The security implications of this transition are staggering. A chatbot that hallucinates produces bad text. An agent that hallucinates takes bad actions. A chatbot that is manipulated generates misleading output. An agent that is manipulated executes destructive commands on real systems with real consequences.

The Northeastern study demonstrates that the safety training invested in today's frontier models - the RLHF, the constitutional AI, the red-teaming - was designed for conversational contexts. It does not transfer cleanly to agentic contexts. The same qualities that make a model a good conversational partner (helpfulness, compliance, eagerness to solve problems) make it a vulnerable autonomous agent.

The researchers propose several directions for future work: better authentication and authorization frameworks for multi-agent systems, technical restrictions on destructive actions regardless of conversational pressure, improved self-monitoring capabilities that can distinguish legitimate requests from manipulation, and standardized red-teaming protocols for agent-specific vulnerabilities.
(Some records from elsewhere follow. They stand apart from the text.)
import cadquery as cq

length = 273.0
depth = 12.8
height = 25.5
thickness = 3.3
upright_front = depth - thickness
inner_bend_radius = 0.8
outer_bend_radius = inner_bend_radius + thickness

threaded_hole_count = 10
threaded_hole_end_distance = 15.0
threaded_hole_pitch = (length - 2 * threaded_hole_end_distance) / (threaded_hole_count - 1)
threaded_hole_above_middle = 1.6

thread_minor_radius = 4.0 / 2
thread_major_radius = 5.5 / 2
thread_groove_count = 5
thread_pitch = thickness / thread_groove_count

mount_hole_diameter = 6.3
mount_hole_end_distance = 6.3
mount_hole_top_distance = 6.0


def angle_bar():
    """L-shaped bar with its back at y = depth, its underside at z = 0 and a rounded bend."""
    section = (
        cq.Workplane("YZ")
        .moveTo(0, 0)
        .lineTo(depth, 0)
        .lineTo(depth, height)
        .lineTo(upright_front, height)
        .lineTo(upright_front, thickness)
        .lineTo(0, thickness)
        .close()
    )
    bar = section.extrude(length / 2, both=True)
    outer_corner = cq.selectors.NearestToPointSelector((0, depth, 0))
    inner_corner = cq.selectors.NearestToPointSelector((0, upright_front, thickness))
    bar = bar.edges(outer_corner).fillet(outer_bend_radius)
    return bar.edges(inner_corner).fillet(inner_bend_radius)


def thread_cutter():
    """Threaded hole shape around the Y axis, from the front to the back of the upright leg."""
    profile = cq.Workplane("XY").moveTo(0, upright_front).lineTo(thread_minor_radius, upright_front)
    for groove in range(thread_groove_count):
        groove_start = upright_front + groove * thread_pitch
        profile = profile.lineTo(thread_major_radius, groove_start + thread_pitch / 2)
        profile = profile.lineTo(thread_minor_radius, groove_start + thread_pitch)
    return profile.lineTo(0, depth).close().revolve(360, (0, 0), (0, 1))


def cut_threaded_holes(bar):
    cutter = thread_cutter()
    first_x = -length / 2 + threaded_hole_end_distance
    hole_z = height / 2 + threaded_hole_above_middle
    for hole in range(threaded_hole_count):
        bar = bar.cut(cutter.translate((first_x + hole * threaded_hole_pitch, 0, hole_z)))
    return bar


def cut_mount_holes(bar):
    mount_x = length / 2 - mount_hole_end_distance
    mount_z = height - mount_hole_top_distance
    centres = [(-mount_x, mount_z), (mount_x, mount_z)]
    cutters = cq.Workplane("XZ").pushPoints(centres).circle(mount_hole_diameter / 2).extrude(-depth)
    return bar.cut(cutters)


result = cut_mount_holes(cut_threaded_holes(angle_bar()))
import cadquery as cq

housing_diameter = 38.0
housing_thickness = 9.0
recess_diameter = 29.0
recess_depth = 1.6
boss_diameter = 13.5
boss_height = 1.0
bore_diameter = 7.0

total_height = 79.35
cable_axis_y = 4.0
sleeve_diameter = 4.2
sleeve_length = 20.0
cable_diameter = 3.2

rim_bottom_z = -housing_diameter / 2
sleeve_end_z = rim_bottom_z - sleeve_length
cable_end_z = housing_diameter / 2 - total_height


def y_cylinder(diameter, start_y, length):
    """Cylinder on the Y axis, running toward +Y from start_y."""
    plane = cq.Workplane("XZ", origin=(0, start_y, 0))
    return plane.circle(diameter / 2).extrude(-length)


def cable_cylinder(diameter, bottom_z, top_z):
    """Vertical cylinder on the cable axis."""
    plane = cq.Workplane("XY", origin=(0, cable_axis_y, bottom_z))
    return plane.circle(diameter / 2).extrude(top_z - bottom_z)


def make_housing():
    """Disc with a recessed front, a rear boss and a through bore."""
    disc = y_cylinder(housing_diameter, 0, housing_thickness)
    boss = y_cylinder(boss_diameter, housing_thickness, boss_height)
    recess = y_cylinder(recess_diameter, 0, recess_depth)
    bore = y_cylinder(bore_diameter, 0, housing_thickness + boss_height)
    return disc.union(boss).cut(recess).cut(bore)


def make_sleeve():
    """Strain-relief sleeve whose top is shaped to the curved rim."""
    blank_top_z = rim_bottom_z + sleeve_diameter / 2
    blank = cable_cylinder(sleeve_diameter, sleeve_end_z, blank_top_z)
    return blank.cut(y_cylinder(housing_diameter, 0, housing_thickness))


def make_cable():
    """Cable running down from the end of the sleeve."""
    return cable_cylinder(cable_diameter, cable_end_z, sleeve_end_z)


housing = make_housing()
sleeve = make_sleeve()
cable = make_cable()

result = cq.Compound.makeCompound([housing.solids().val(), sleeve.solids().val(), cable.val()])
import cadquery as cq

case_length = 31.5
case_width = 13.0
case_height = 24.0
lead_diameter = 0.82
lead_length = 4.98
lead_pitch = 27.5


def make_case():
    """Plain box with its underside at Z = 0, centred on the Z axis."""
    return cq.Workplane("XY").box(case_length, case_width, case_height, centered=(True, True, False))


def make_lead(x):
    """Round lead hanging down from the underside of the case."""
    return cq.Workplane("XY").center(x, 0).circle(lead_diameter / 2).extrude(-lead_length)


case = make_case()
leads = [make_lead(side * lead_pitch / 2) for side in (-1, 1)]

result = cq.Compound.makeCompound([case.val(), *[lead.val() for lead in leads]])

But these are research proposals, not shipped products. The gap between what the academic safety community is studying and what the industry is deploying grows wider every week. The agents are already on millions of computers. The security frameworks are still on arXiv.

The most uncomfortable lesson from "Agents of Chaos" is not that AI agents are vulnerable. Everyone in the field knew that. It is that they are vulnerable to the simplest, most human forms of manipulation. You do not need a zero-day exploit to compromise an AI agent. You do not need a prompt injection framework. You do not need to reverse-engineer the model's architecture.

You just need to make it feel guilty.